◆ YOUR GOAL:
In the records below, find the line with "- Up to frame 4" and the line with "keys[pygame.K_a]) * self.SPEED * event.dt". Print both exactly, along with every line between them, and no other line.

-=-=-=-=-

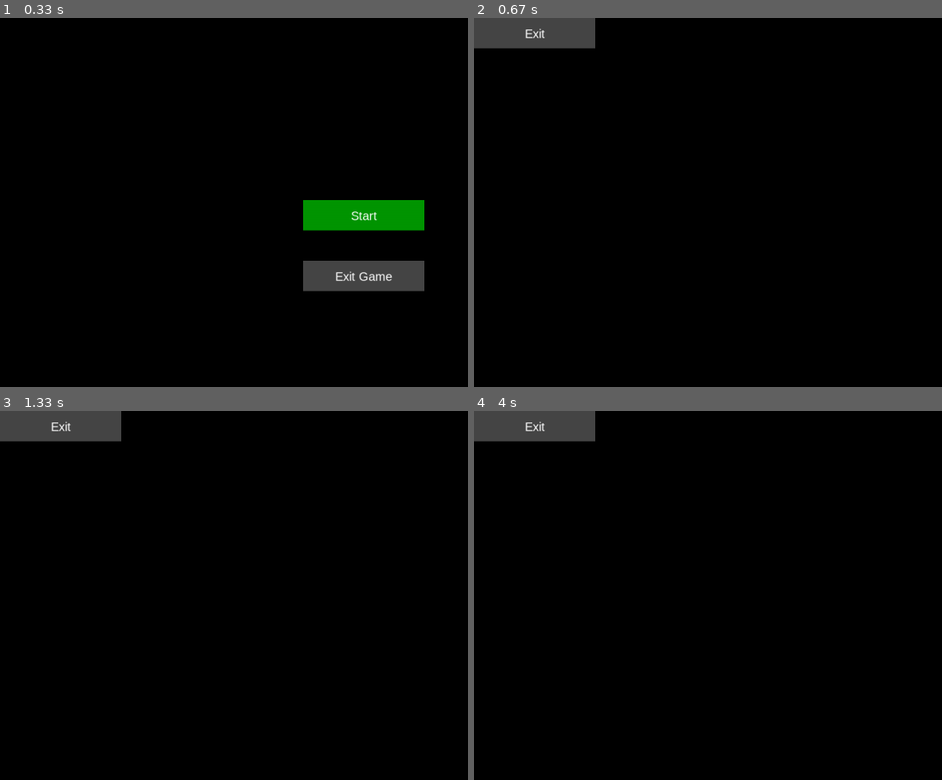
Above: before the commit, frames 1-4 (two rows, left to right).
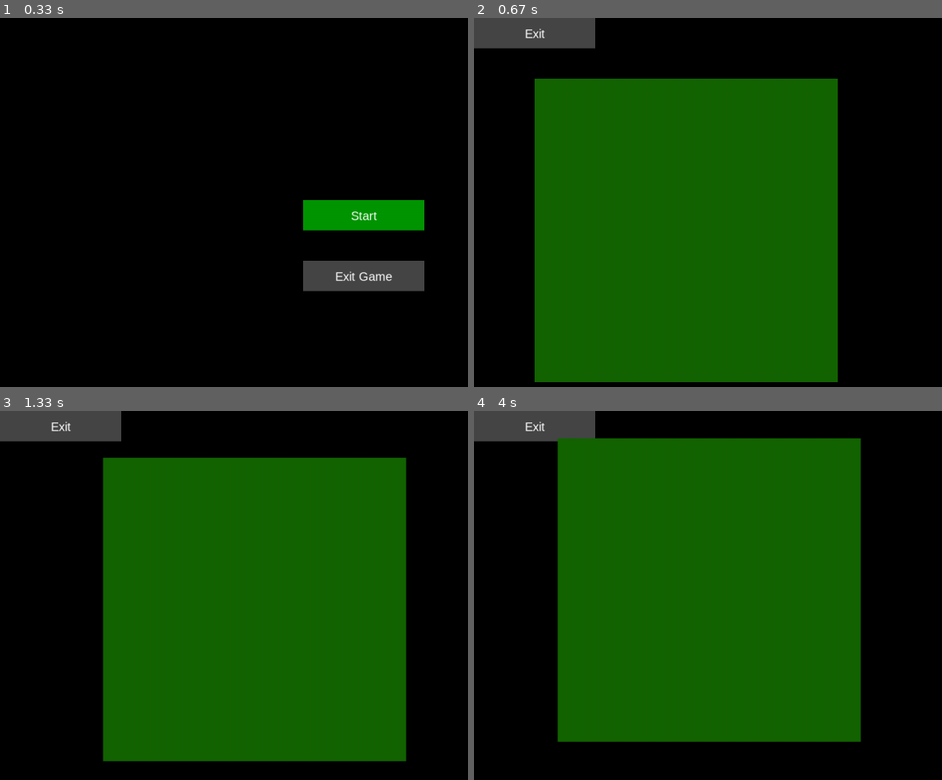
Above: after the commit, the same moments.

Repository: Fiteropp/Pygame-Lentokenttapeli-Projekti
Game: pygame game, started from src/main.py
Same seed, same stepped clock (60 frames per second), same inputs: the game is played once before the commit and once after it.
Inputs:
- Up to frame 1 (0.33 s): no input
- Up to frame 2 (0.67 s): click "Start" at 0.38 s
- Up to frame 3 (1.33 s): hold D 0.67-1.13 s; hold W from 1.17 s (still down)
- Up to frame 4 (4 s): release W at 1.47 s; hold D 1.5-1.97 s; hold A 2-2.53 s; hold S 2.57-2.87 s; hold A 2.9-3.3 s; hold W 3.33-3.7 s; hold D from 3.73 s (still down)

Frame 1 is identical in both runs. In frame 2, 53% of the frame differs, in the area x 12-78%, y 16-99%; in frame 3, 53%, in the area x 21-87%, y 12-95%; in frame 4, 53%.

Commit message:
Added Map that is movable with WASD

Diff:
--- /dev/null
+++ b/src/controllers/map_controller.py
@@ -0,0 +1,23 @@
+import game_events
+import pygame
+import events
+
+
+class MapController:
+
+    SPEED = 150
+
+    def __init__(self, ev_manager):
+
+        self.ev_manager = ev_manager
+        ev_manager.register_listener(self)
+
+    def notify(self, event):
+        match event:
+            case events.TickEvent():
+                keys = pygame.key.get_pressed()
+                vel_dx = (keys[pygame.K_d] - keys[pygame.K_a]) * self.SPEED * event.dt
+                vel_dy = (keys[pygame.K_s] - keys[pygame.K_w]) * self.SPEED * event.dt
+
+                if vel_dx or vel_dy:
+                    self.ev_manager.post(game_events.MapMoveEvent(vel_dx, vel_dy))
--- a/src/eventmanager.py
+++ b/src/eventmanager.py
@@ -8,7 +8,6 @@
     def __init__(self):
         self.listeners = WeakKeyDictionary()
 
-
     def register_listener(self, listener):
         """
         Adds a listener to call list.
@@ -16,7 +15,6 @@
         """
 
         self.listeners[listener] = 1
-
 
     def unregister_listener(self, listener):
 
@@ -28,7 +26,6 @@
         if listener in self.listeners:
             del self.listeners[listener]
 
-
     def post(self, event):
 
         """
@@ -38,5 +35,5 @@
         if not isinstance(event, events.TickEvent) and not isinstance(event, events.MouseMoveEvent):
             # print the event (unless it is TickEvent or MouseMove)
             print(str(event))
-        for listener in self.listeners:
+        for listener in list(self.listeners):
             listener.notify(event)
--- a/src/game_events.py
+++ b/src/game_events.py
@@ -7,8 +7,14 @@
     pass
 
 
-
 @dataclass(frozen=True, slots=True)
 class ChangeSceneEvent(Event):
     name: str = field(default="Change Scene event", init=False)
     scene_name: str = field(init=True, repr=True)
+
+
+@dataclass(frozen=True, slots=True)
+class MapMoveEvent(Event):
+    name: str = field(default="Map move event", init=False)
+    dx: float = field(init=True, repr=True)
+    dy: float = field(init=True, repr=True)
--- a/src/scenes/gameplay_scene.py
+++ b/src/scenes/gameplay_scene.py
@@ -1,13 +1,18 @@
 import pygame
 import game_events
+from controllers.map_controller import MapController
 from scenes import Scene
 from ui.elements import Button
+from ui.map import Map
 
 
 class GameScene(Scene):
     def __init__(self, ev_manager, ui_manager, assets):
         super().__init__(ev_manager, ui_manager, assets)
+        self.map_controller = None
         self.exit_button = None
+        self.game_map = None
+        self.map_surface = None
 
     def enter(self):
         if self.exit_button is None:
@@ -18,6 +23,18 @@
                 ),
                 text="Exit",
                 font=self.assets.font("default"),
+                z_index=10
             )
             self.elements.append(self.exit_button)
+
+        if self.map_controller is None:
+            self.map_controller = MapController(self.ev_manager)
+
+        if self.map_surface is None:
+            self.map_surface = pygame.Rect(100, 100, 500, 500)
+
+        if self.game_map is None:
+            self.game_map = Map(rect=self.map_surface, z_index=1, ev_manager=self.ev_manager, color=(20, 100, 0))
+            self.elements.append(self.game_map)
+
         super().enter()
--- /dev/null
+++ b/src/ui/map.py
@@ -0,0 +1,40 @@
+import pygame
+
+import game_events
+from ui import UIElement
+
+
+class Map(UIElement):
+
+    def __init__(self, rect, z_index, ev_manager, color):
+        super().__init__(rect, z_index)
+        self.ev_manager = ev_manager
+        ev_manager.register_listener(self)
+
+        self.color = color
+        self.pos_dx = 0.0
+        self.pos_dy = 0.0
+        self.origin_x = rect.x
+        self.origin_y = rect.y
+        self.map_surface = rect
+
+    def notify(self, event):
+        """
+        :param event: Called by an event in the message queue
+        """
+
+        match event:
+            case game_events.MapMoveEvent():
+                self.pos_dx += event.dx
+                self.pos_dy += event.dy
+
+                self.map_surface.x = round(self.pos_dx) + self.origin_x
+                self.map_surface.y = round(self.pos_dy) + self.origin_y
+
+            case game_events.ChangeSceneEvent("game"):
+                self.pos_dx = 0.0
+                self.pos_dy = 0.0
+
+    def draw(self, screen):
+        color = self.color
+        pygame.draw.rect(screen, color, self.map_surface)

-=-=-=-=-

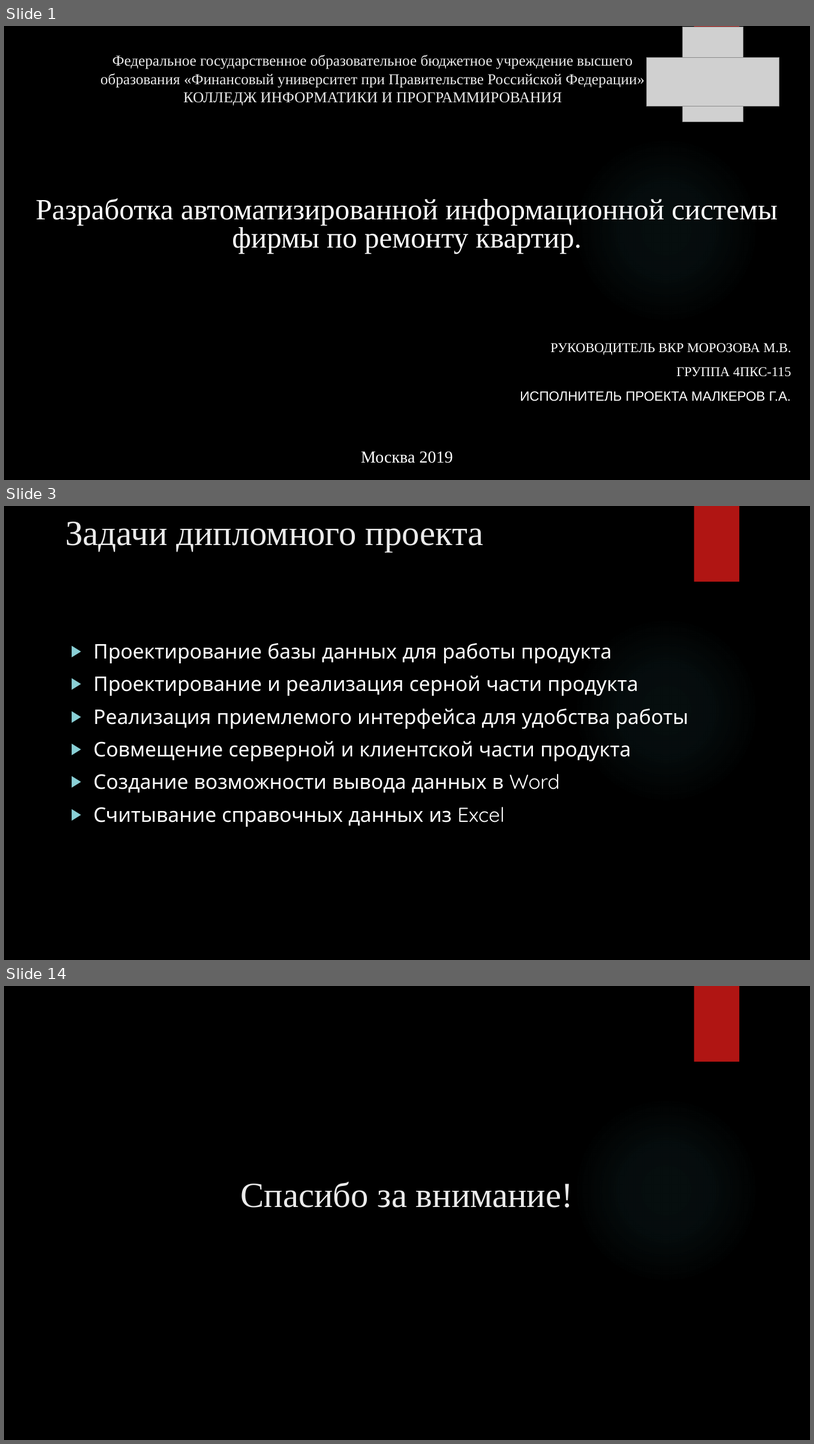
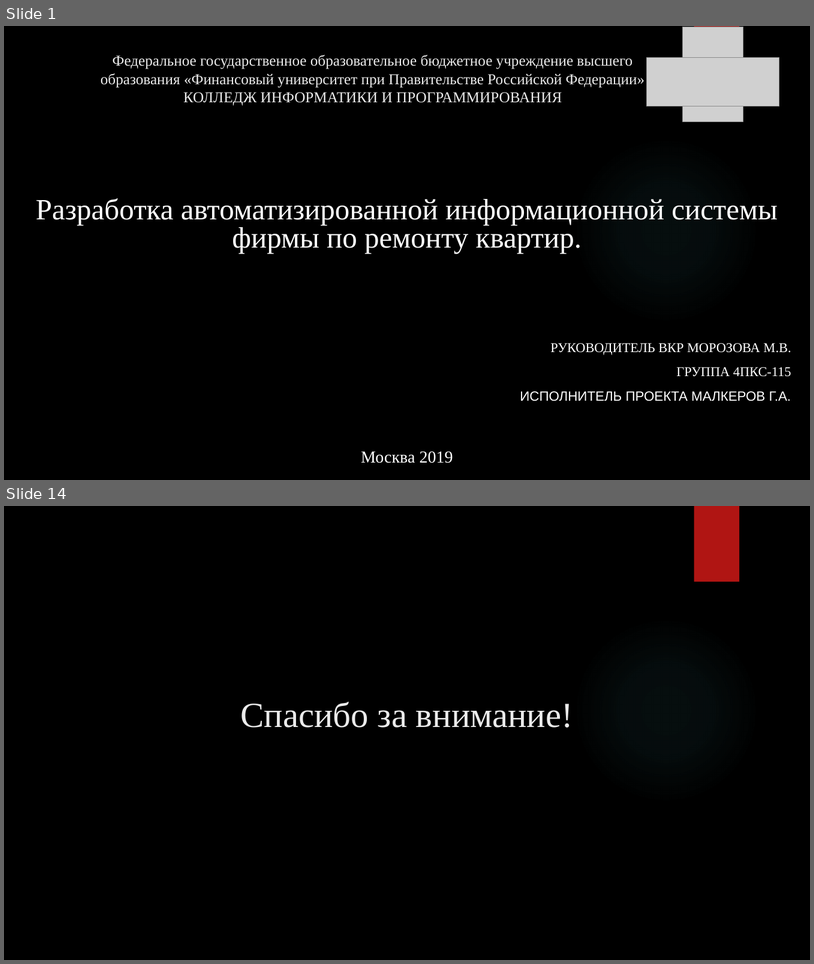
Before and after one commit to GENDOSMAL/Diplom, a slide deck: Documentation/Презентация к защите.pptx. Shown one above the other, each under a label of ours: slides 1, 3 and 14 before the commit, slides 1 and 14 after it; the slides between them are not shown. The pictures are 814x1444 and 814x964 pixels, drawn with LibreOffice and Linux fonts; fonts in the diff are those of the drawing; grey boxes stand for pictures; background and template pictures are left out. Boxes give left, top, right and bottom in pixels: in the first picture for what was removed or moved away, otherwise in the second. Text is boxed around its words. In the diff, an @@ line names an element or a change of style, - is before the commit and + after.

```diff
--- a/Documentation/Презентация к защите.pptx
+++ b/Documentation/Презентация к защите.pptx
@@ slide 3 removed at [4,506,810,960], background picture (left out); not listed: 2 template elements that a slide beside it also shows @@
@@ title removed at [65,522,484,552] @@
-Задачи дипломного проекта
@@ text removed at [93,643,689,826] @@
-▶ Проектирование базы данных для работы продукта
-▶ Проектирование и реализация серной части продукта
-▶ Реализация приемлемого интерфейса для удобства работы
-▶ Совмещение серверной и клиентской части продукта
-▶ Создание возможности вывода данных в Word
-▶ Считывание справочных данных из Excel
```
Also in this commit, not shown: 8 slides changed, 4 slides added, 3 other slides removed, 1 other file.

-=-=-=-=-

◆ EXERCISE OUTPUT:
- Up to frame 4 (4 s): release W at 1.47 s; hold D 1.5-1.97 s; hold A 2-2.53 s; hold S 2.57-2.87 s; hold A 2.9-3.3 s; hold W 3.33-3.7 s; hold D from 3.73 s (still down)

Frame 1 is identical in both runs. In frame 2, 53% of the frame differs, in the area x 12-78%, y 16-99%; in frame 3, 53%, in the area x 21-87%, y 12-95%; in frame 4, 53%.

Commit message:
Added Map that is movable with WASD

Diff:
--- /dev/null
+++ b/src/controllers/map_controller.py
@@ -0,0 +1,23 @@
+import game_events
+import pygame
+import events
+
+
+class MapController:
+
+    SPEED = 150
+
+    def __init__(self, ev_manager):
+
+        self.ev_manager = ev_manager
+        ev_manager.register_listener(self)
+
+    def notify(self, event):
+        match event:
+            case events.TickEvent():
+                keys = pygame.key.get_pressed()
+                vel_dx = (keys[pygame.K_d] - keys[pygame.K_a]) * self.SPEED * event.dt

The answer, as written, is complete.